The policy_iteration function alternates between evaluating the policy and improving the policy until it finds the optimal policy. The returned policy is the optimal policy, and V is the optimal state-value function, which represents the maximum expected rewards for each state under the optimal policy. This iterative approach makes policy iteration a fundamental method for solving MDPs in reinforcement learning.

## Optimal Policy and Optimal Value

In [7]:
optimal_policy, optimal_value = policy_iteration(P, gamma, theta)

print("Optimal Policy (state-action probabilities):")
print(optimal_policy)
print("\nOptimal State-Value Function:")
print(optimal_value)

Optimal Policy (state-action probabilities):
[[1. 0.]
 [0. 1.]
 [0. 1.]
 [1. 0.]]

Optimal State-Value Function:
[99.99964119 99.99967708 79.99970937  0.        ]


### Inference

State 0 has a value of approximately 99.9996

State 1 has a value of approximately 99.9997

State 2 has a value of approximately 79.9997

State 3 has a value of 0

## Further Clarification

These values represent the expected cumulative reward from each state if the agent follows the optimal policy.

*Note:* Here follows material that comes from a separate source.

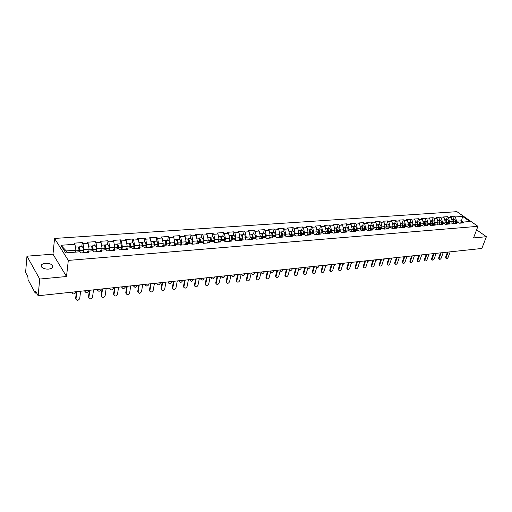 <?xml version="1.0" encoding="UTF-8"?>
<svg xmlns="http://www.w3.org/2000/svg" width="512" height="512" viewBox="0 0 512 512"><rect width="100%" height="100%" fill="white"/><g stroke="black" fill="none" stroke-linecap="round" stroke-linejoin="round"><path stroke-width="0.77" d="M45.389 263.322C48.563 263.187 50.925 263.866 52.461 265.363C53.619 267.29 52.384 268.531 48.762 269.101C45.594 269.248 43.226 268.576 41.664 267.085C40.486 265.126 41.728 263.872 45.389 263.322M26.963 256.179L39.706 279.053L66.515 276.512L52.979 254.157L26.963 256.179L25.6 272.493L27.872 276.71L28.045 279.68L35.123 292.877L35.725 291.27L38.144 295.763L481.843 248.467L486.4 236.71L476.608 229.818M52.979 254.157L54.56 238.445L456.922 211.667L477.933 226.33L68.307 260.416L54.56 238.445M75.693 252.038L75.91 250.182L66.234 250.918L60.934 245.274L65.734 252.902L79.885 251.802L80.634 252.947L88.787 252.307L88.026 251.174L86.426 252.493M60.934 245.274L74.938 244.269L74.214 243.155L82.259 242.586L81.773 246.65M83.59 252.717L83.974 249.568L82.995 243.686L82.259 242.586M82.995 243.686L88.122 243.322L87.373 242.221L95.27 241.664L94.752 245.69M96.608 251.693L97.011 248.576L96.026 242.752L95.27 241.664M96.026 242.752L101.056 242.394L100.288 241.306L108.032 240.755L107.488 244.749M109.37 250.694L109.798 247.597L108.806 241.837L108.032 240.755M108.806 241.837L113.741 241.478L112.96 240.41L120.557 239.872L119.981 243.821M121.901 249.709L122.349 246.643L121.35 240.934L120.557 239.872M121.35 240.934L126.189 240.589L125.389 239.526L132.845 238.995L132.25 242.918M134.189 248.742L134.662 245.702L133.658 240.051L132.845 238.995M133.658 240.051L138.406 239.712L137.594 238.662L144.915 238.144L144.288 242.029M146.259 247.795L146.746 244.787L145.734 239.181L144.915 238.144M145.734 239.181L150.4 238.848L149.568 237.811L156.755 237.299L156.109 241.152M158.106 246.867L158.611 243.878L157.594 238.33L156.755 237.299M157.594 238.33L162.176 238.003L161.331 236.979L168.384 236.474L167.712 240.294M169.734 245.958L170.266 242.995L169.242 237.498L168.384 236.474M169.242 237.498L173.734 237.171L172.877 236.16L179.808 235.667L179.11 239.456M181.158 245.062L181.702 242.125L180.678 236.672L179.808 235.667M180.678 236.672L185.094 236.358L184.218 235.354L191.027 234.867L190.31 238.624M192.378 244.179L192.941 241.267L191.904 235.866L191.027 234.867M191.904 235.866L196.243 235.558L195.36 234.56L202.048 234.086L201.312 237.811M203.398 243.315L203.974 240.422L202.938 235.078L202.048 234.086M202.938 235.078L207.2 234.771L206.304 233.786L212.877 233.318L212.115 237.011M214.227 242.464L214.822 239.597L213.779 234.298L212.877 233.318M213.779 234.298L217.971 233.997L217.056 233.024L223.52 232.563L222.739 236.23M224.909 241.44L225.478 238.784L224.435 233.536L223.52 232.563M224.435 233.536L228.55 233.235L227.629 232.275L233.978 231.821L233.178 235.456M235.411 240.435L235.949 237.99L234.899 232.781L233.978 231.821M234.899 232.781L238.944 232.493L238.016 231.533L244.256 231.091L243.443 234.701M245.728 239.456L246.246 237.203L245.19 232.045L244.256 231.091M245.19 232.045L249.171 231.757L248.23 230.81L254.362 230.374L253.53 233.952M255.878 238.502L256.365 236.435L255.309 231.315L254.362 230.374M255.309 231.315L259.219 231.034L258.272 230.099L264.301 229.67L263.456 233.222M265.856 237.581L266.317 235.674L265.254 230.605L264.301 229.67M265.254 230.605L269.101 230.323L268.141 229.395L274.074 228.979L273.21 232.499M275.667 236.672L276.096 234.931L275.04 229.901L274.074 228.979M275.04 229.901L278.822 229.626L277.85 228.71L283.686 228.294L282.81 231.789M285.299 235.866L285.722 234.195L284.659 229.21L283.686 228.294M284.659 229.21L288.378 228.941L287.405 228.032L293.139 227.622L292.25 231.091M294.758 235.13L295.187 233.478L294.125 228.531L293.139 227.622M294.125 228.531L297.779 228.269L296.8 227.366L302.445 226.963L301.536 230.406M304.064 234.406L304.499 232.768L303.43 227.859L302.445 226.963M303.43 227.859L307.034 227.603L306.042 226.707L311.597 226.317L310.675 229.728M313.216 233.696L313.664 232.07L312.595 227.2L311.597 226.317M312.595 227.2L316.134 226.95L315.136 226.061L320.602 225.677L319.674 229.062M322.227 232.998L322.675 231.386L321.606 226.554L320.602 225.677M321.606 226.554L325.094 226.304L324.09 225.427L329.472 225.05L328.525 228.41M331.091 232.314L331.552 230.707L330.477 225.92L329.472 225.05M330.477 225.92L333.907 225.67L332.896 224.806L338.195 224.429L337.235 227.763M339.821 231.635L340.282 230.042L339.213 225.293L338.195 224.429M339.213 225.293L342.586 225.05L341.568 224.186L346.784 223.821L345.818 227.13M348.41 230.97L348.877 229.389L347.808 224.672L346.784 223.821M347.808 224.672L351.13 224.435L350.106 223.584L355.245 223.219L354.266 226.509M356.87 230.31L357.344 228.742L356.269 224.064L355.245 223.219M356.269 224.064L359.546 223.834L358.515 222.989L363.571 222.624L362.579 225.894M365.203 229.664L365.677 228.109L364.602 223.469L363.571 222.624M364.602 223.469L367.827 223.238L366.79 222.4L371.77 222.048L370.771 225.286M373.402 229.03L373.882 227.482L372.806 222.88L371.77 222.048M372.806 222.88L375.981 222.65L374.944 221.818L379.846 221.472L378.842 224.691M381.478 228.403L381.965 226.867L380.89 222.298L379.846 221.472M380.89 222.298L384.019 222.074L382.976 221.248L387.808 220.909L386.784 224.102M389.44 227.782L389.926 226.259L388.851 221.728L387.808 220.909M388.851 221.728L391.93 221.504L390.886 220.691L395.642 220.352L394.618 223.526M397.274 227.174L397.773 225.664L396.691 221.165L395.642 220.352M396.691 221.165L399.731 220.947L398.675 220.134L403.366 219.802L402.33 222.957M404.998 226.579L405.498 225.075L404.422 220.608L403.366 219.802M404.422 220.608L407.411 220.397L406.355 219.59L410.976 219.264L409.933 222.394M412.608 225.984L413.107 224.493L412.032 220.064L410.976 219.264M412.032 220.064L414.982 219.853L413.92 219.053L418.477 218.733L417.421 221.837M420.109 225.408L420.614 223.923L419.539 219.526L418.477 218.733M419.539 219.526L422.438 219.315L421.376 218.528L425.862 218.208L424.806 221.293M427.494 224.832L428.006 223.36L426.931 218.995L425.862 218.208M426.931 218.995L429.792 218.79L428.723 218.003L433.152 217.69L432.083 220.755M434.778 224.269L435.29 222.803L434.221 218.47L433.152 217.69M434.221 218.47L437.037 218.266L435.968 217.491L440.333 217.178L439.258 220.224M441.958 223.712L442.477 222.259L441.402 217.952L440.333 217.178M441.402 217.952L444.186 217.754L443.11 216.986L447.411 216.678L446.33 219.706M449.037 223.162L449.555 221.715L448.486 217.446L447.411 216.678M448.486 217.446L451.226 217.248L450.15 216.486L454.387 216.186L453.306 219.187M456.019 222.618L456.538 221.184L455.469 216.947L454.387 216.186M455.469 216.947L462.637 216.429L469.946 221.536L462.758 222.093L460.16 223.162M88.026 251.174L93.197 250.771L93.971 251.904L101.958 251.277L101.178 250.15L106.253 249.76L107.04 250.874L114.88 250.259L114.08 249.152L119.059 248.762L119.866 249.869L127.552 249.267L126.739 248.166L131.622 247.789L132.442 248.883L139.987 248.288L139.155 247.206L143.949 246.835L144.787 247.917L152.186 247.334L151.341 246.259L156.045 245.894L156.896 246.963L164.16 246.394L163.296 245.331L167.917 244.973L168.787 246.029L175.917 245.472L175.04 244.422L179.571 244.07L180.454 245.114L187.456 244.563L186.566 243.526L191.014 243.181L191.91 244.218L198.79 243.674L197.882 242.65L202.253 242.31L203.162 243.334L209.92 242.803L208.998 241.786L213.293 241.453L214.214 242.464L220.851 241.946L219.917 240.941L224.134 240.608L225.069 241.613L231.59 241.101L230.65 240.109L234.79 239.782L235.738 240.774L242.138 240.275L241.19 239.29L245.261 238.97L246.214 239.955L252.512 239.462L251.546 238.483L255.552 238.176L256.518 239.149L262.701 238.662L261.728 237.696L265.664 237.389L266.637 238.349L272.723 237.875L271.738 236.915L275.61 236.614L276.595 237.568L282.573 237.101L281.581 236.154L285.382 235.859L286.374 236.8L292.256 236.339L291.258 235.405L294.995 235.11L296 236.045L301.779 235.59L300.774 234.662L304.454 234.381L305.466 235.302L311.149 234.861L310.138 233.939L313.754 233.658L314.771 234.573L320.365 234.138L319.347 233.222L322.906 232.947L323.93 233.856L329.434 233.421L328.403 232.518L331.91 232.25L332.941 233.146L338.355 232.723L337.318 231.827L340.768 231.558L341.805 232.454L347.136 232.032L346.093 231.149L349.485 230.886L350.528 231.77L355.776 231.354L354.726 230.477L358.067 230.221L359.117 231.091L364.282 230.688L363.232 229.818L366.515 229.562L367.571 230.432L372.659 230.029L371.597 229.171L374.835 228.915L375.898 229.779L380.902 229.382L379.84 228.531L383.027 228.282L384.09 229.133L389.018 228.749L387.949 227.898L391.091 227.654L392.16 228.499L397.018 228.122L395.942 227.277L399.034 227.04L400.109 227.878L404.89 227.501L403.814 226.669L406.861 226.432L407.936 227.264L412.646 226.893L411.565 226.067L414.566 225.837L415.648 226.656L420.288 226.291L419.206 225.472L422.163 225.248L423.245 226.061L427.821 225.702L426.733 224.89L429.645 224.666L430.733 225.472L435.238 225.12L434.144 224.314L437.018 224.09L438.112 224.896L442.547 224.544L441.453 223.75L444.282 223.526L445.382 224.326L449.754 223.981L448.659 223.187L451.45 222.976L452.544 223.763L456.858 223.424L455.757 222.637L458.509 222.426L459.61 223.206L463.859 222.874L462.758 222.093M88.858 251.11L89.101 249.178L83.974 249.568M89.101 249.178L88.122 243.322M101.786 250.106L102.042 248.192L97.011 248.576M102.042 248.192L101.056 242.394M101.178 250.15L99.533 251.462M114.464 249.12L114.733 247.226L109.798 247.597M114.733 247.226L113.741 241.478M114.08 249.152L112.378 250.458M126.906 248.154L127.194 246.272L122.349 246.643M127.194 246.272L126.189 240.589M126.739 248.166L124.986 249.466M139.117 247.232L139.418 245.344L134.662 245.702M139.418 245.344L138.406 239.712M139.155 247.206L137.357 248.499M151.078 246.438L151.411 244.429L146.746 244.787M151.411 244.429L150.4 238.848M151.341 246.259L149.498 247.546M162.829 245.651L163.194 243.533L158.611 243.878M163.194 243.533L162.176 238.003M163.296 245.331L161.414 246.611M174.362 244.87L174.758 242.65L170.266 242.995M174.758 242.65L173.734 237.171M175.04 244.422L173.114 245.69M185.683 244.09L186.118 241.786L181.702 242.125M186.118 241.786L185.094 236.358M186.566 243.526L184.602 244.787M196.813 243.322L197.28 240.934L192.941 241.267M197.28 240.934L196.243 235.558M197.882 242.65L195.878 243.904M207.744 242.554L208.243 240.102L203.974 240.422M208.243 240.102L207.2 234.771M208.998 241.786L206.963 243.034M218.483 241.798L219.008 239.277L214.822 239.597M219.008 239.277L217.971 233.997M219.917 240.941L217.843 242.182M229.037 241.05L229.594 238.47L225.478 238.784M229.594 238.47L228.55 233.235M230.65 240.109L228.544 241.344M239.405 240.314L239.994 237.683L235.949 237.99M239.994 237.683L238.944 232.493M241.19 239.29L239.053 240.518M249.606 239.578L250.221 236.902L246.246 237.203M250.221 236.902L249.171 231.757M251.546 238.483L249.382 239.706M259.629 238.854L260.275 236.134L256.365 236.435M260.275 236.134L259.219 231.034M261.728 237.696L259.533 238.912M271.738 236.915L269.517 238.125L270.157 235.386L266.317 235.674M270.157 235.386L269.101 230.323M279.2 237.363L279.878 234.643L276.096 234.931M279.878 234.643L278.822 229.626M281.581 236.154L279.328 237.357M288.749 236.614L289.44 233.914L285.722 234.195M289.44 233.914L288.378 228.941M291.258 235.405L288.986 236.595M298.144 235.878L298.848 233.197L295.187 233.478M298.848 233.197L297.779 228.269M300.774 234.662L298.477 235.853M307.386 235.155L308.096 232.493L304.499 232.768M308.096 232.493L307.034 227.603M310.138 233.939L307.814 235.117M316.48 234.438L317.203 231.802L313.664 232.07M317.203 231.802L316.134 226.95M319.347 233.222L316.998 234.4M325.427 233.734L326.163 231.117L322.675 231.386M326.163 231.117L325.094 226.304M328.403 232.518L326.042 233.69M334.24 233.043L334.982 230.445L331.552 230.707M334.982 230.445L333.907 225.67M337.318 231.827L334.938 232.992M342.906 232.365L343.661 229.786L340.282 230.042M343.661 229.786L342.586 225.05M346.093 231.149L343.693 232.307M351.443 231.699L352.205 229.133L348.877 229.389M352.205 229.133L351.13 224.435M354.726 230.477L352.307 231.629M359.846 231.034L360.614 228.493L357.344 228.742M360.614 228.493L359.546 223.834M363.232 229.818L360.794 230.963M368.122 230.387L368.902 227.859L365.677 228.109M368.902 227.859L367.827 223.238M371.597 229.171L369.146 230.304M376.275 229.747L377.056 227.238L373.882 227.482M377.056 227.238L375.981 222.65M379.84 228.531L377.37 229.664M384.301 229.12L385.094 226.63L381.965 226.867M385.094 226.63L384.019 222.074M387.949 227.898L385.466 229.024M392.211 228.499L393.005 226.022L389.926 226.259M393.005 226.022L391.93 221.504M395.942 227.277L393.446 228.397M400.026 227.808L400.806 225.434L397.773 225.664M400.806 225.434L399.731 220.947M403.814 226.669L401.299 227.782M407.731 227.104L408.486 224.845L405.498 225.075M408.486 224.845L407.411 220.397M411.565 226.067L409.043 227.174M415.328 226.413L416.058 224.269L413.107 224.493M416.058 224.269L414.982 219.853M419.206 225.472L416.666 226.579M422.816 225.741L423.514 223.699L420.614 223.923M423.514 223.699L422.438 219.315M426.733 224.89L424.186 225.99M430.195 225.075L430.867 223.142L428.006 223.36M430.867 223.142L429.792 218.79M434.144 224.314L431.59 225.408M437.466 224.422L438.112 222.586L435.29 222.803M438.112 222.586L437.037 218.266M441.453 223.75L438.886 224.832M444.634 223.782L445.254 222.042L442.477 222.259M445.254 222.042L444.186 217.754M448.659 223.187L446.08 224.269L446.381 222.445L445.075 222.547M451.706 223.155L452.301 221.51L449.555 221.715M452.301 221.51L451.226 217.248M455.757 222.637L453.171 223.712M460.736 222.931L461.517 220.806L456.538 221.184M463.283 222.054L461.517 220.806L462.637 216.429M39.706 279.053L38.144 295.763M66.515 276.512L68.307 260.416M477.933 226.33L473.536 237.926L486.4 236.71M66.234 250.918L67.411 252.774M75.91 250.182L74.938 244.269M445.926 258.189L445.638 257.12L446.17 257.53L446.163 258.374C446.829 258.842 447.494 258.483 448.16 257.306L450.163 251.84M445.638 257.12L447.462 252.128M446.17 257.53L448.173 252.058M440.16 253.779L440.026 252.922M451.744 219.302L451.77 219.302C452.928 219.456 453.472 220.326 453.395 221.907L453.088 223.718M452.045 219.315L452.301 219.264C453.466 219.418 454.003 220.288 453.926 221.869L453.651 223.514M452.301 219.264L454.016 219.136C455.181 219.29 455.718 220.16 455.642 221.734L455.469 222.758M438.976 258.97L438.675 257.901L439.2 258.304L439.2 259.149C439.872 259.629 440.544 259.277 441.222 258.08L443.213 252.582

States 0 and 1 have high values (~100), indicating that they are favorable starting points due to potential future rewards.

State 2 has a slightly lower value (~80), implying it has access to rewards but not as favorable as States 0 and 1.

State 3 has a value of 0, possibly representing a terminal state where no further rewards can be obtained.

# Conclusion

Thus the policy evaluation and policy improvement for given MDP has been performed successfully. When we are not sure about the outcome (uncertainity), MDP is very useful. Initially defined all the necessary stuffs for MDP. Policy Evaluation and Policy Improvement function has been implemented. At last got the optimal policy and optimal value.